[Data shown]

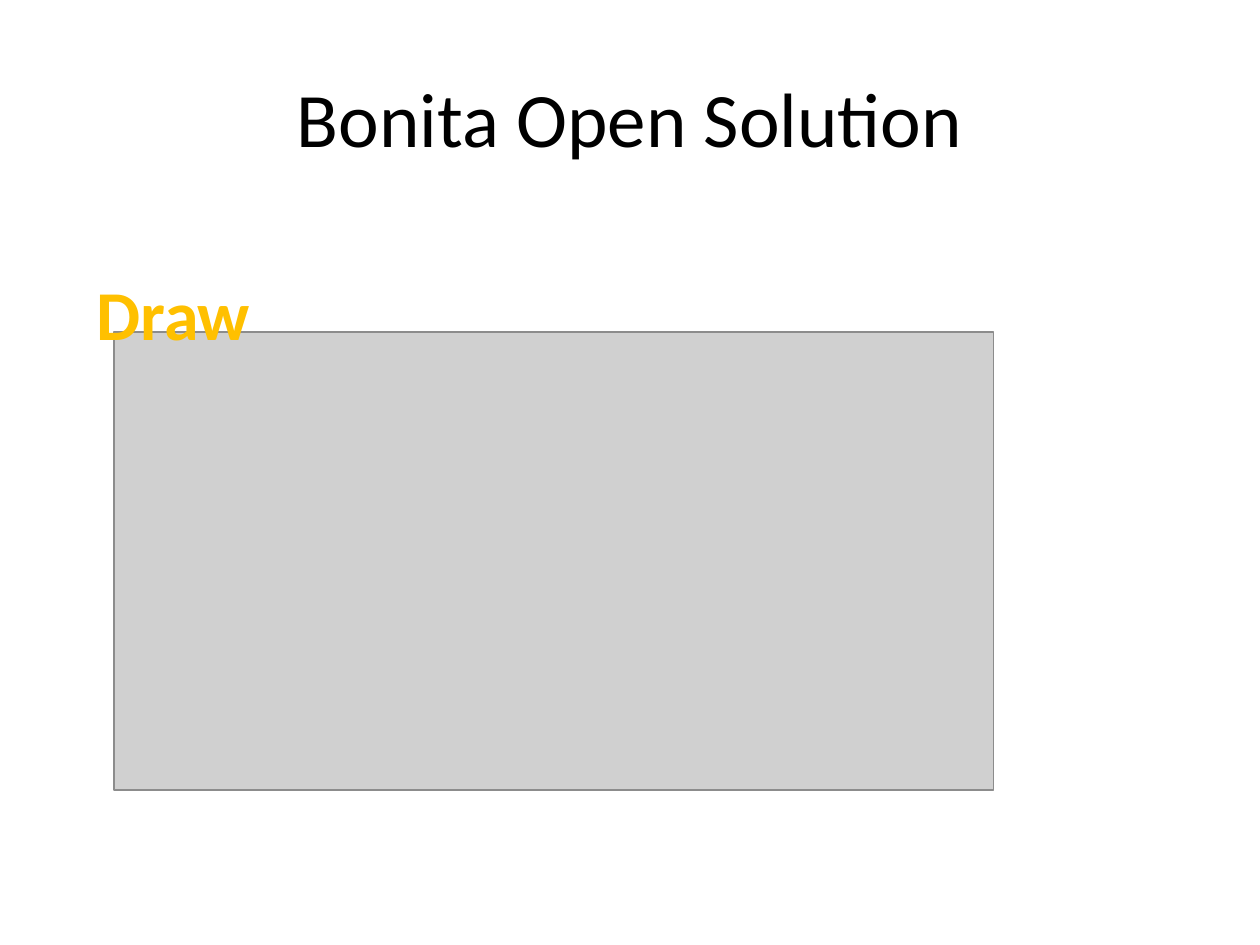
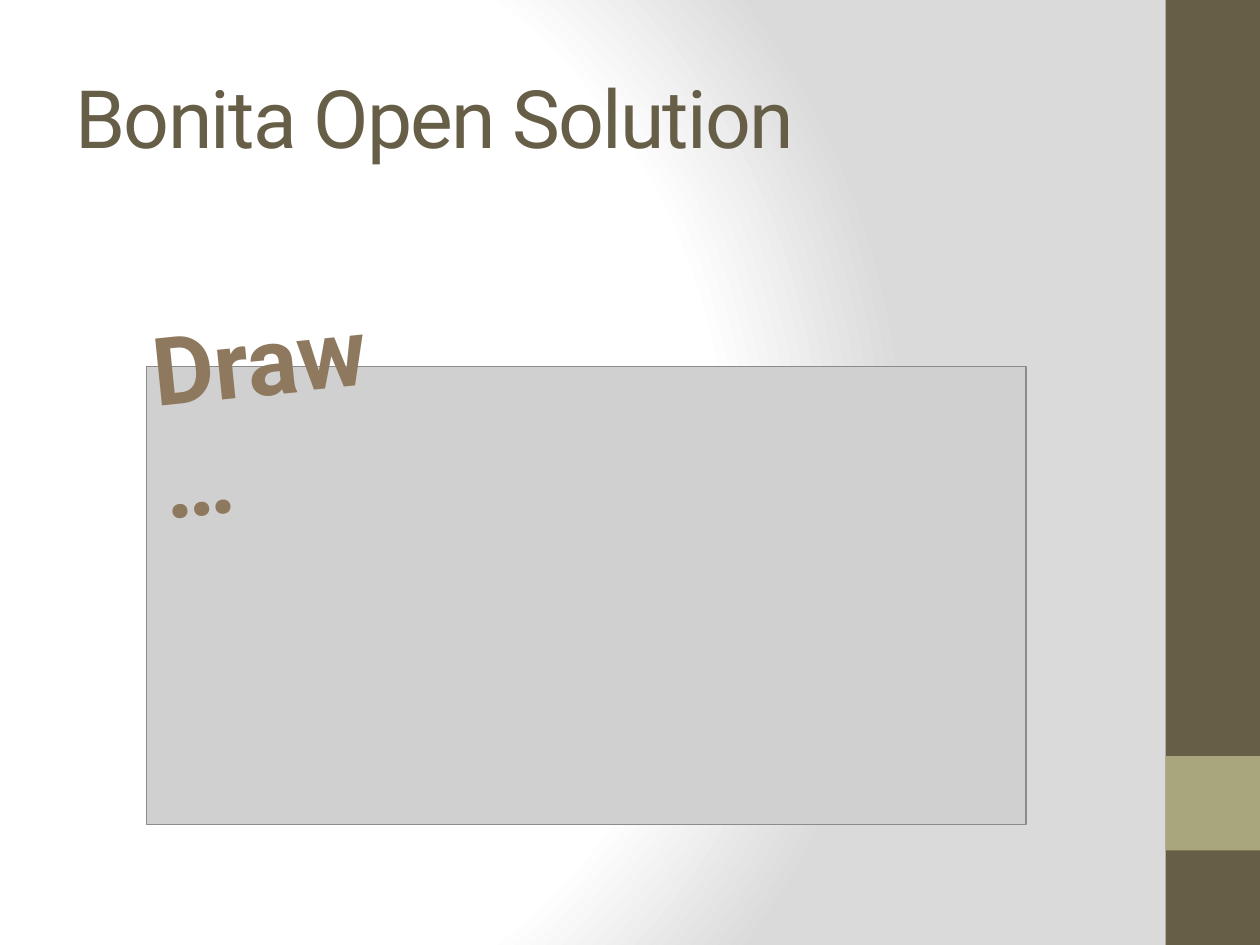
Before and after one commit to bouquetf/call-for-paper, a slide deck: slide 7 of slides/slides.pptx. Drawn at 1260x945 pixels with LibreOffice and Linux fonts; fonts in the diff are those of the drawing; grey boxes stand for pictures. Boxes give left, top, right and bottom in pixels: in the first picture for what was removed or moved away, otherwise in the second. Text is boxed around its words. In the diff, an @@ line names an element or a change of style, - is before the commit and + after.

```diff
--- a/slides/slides.pptx
+++ b/slides/slides.pptx
@@ background #FFFFFF to gradient #FFFFFF to #DADADA @@
@@ rectangle added at [1166, 0, 1260, 945], fill #675E47 @@
@@ title "Bonita Open Solution" at [76, 87, 794, 165]: size 44 to 46 pt, font Calibri to Roboto, text colour #000000 to #675E47, letter spacing 0 to -1 pt; alignment centre to left @@
@@ text "Draw …" at [156, 306, 370, 405]: rotation 0 to 354 degrees @@
@@ text at [156, 306, 370, 405]: text changed; size 40 to 54 pt; font Calibri to Roboto; text colour #FFC000 to #8E795E @@
-Draw
+Draw …
@@ picture: place and size @@
-picture at [115, 331, 994, 790]
+picture at [146, 367, 1026, 825]
@@ rectangle added at [1166, 756, 1260, 850], fill #A9A57C @@
```
Also in this commit, not shown: 9 other slides changed, 7 slides added.

[/Data shown]

What you have to do —
Return the material above in exact form. Pictures stay out.

Problem solution —
Before and after one commit to bouquetf/call-for-paper, a slide deck: slide 7 of slides/slides.pptx. Drawn at 1260x945 pixels with LibreOffice and Linux fonts; fonts in the diff are those of the drawing; grey boxes stand for pictures. Boxes give left, top, right and bottom in pixels: in the first picture for what was removed or moved away, otherwise in the second. Text is boxed around its words. In the diff, an @@ line names an element or a change of style, - is before the commit and + after.

```diff
--- a/slides/slides.pptx
+++ b/slides/slides.pptx
@@ background #FFFFFF to gradient #FFFFFF to #DADADA @@
@@ rectangle added at [1166, 0, 1260, 945], fill #675E47 @@
@@ title "Bonita Open Solution" at [76, 87, 794, 165]: size 44 to 46 pt, font Calibri to Roboto, text colour #000000 to #675E47, letter spacing 0 to -1 pt; alignment centre to left @@
@@ text "Draw …" at [156, 306, 370, 405]: rotation 0 to 354 degrees @@
@@ text at [156, 306, 370, 405]: text changed; size 40 to 54 pt; font Calibri to Roboto; text colour #FFC000 to #8E795E @@
-Draw
+Draw …
@@ picture: place and size @@
-picture at [115, 331, 994, 790]
+picture at [146, 367, 1026, 825]
@@ rectangle added at [1166, 756, 1260, 850], fill #A9A57C @@
```
Also in this commit, not shown: 9 other slides changed, 7 slides added.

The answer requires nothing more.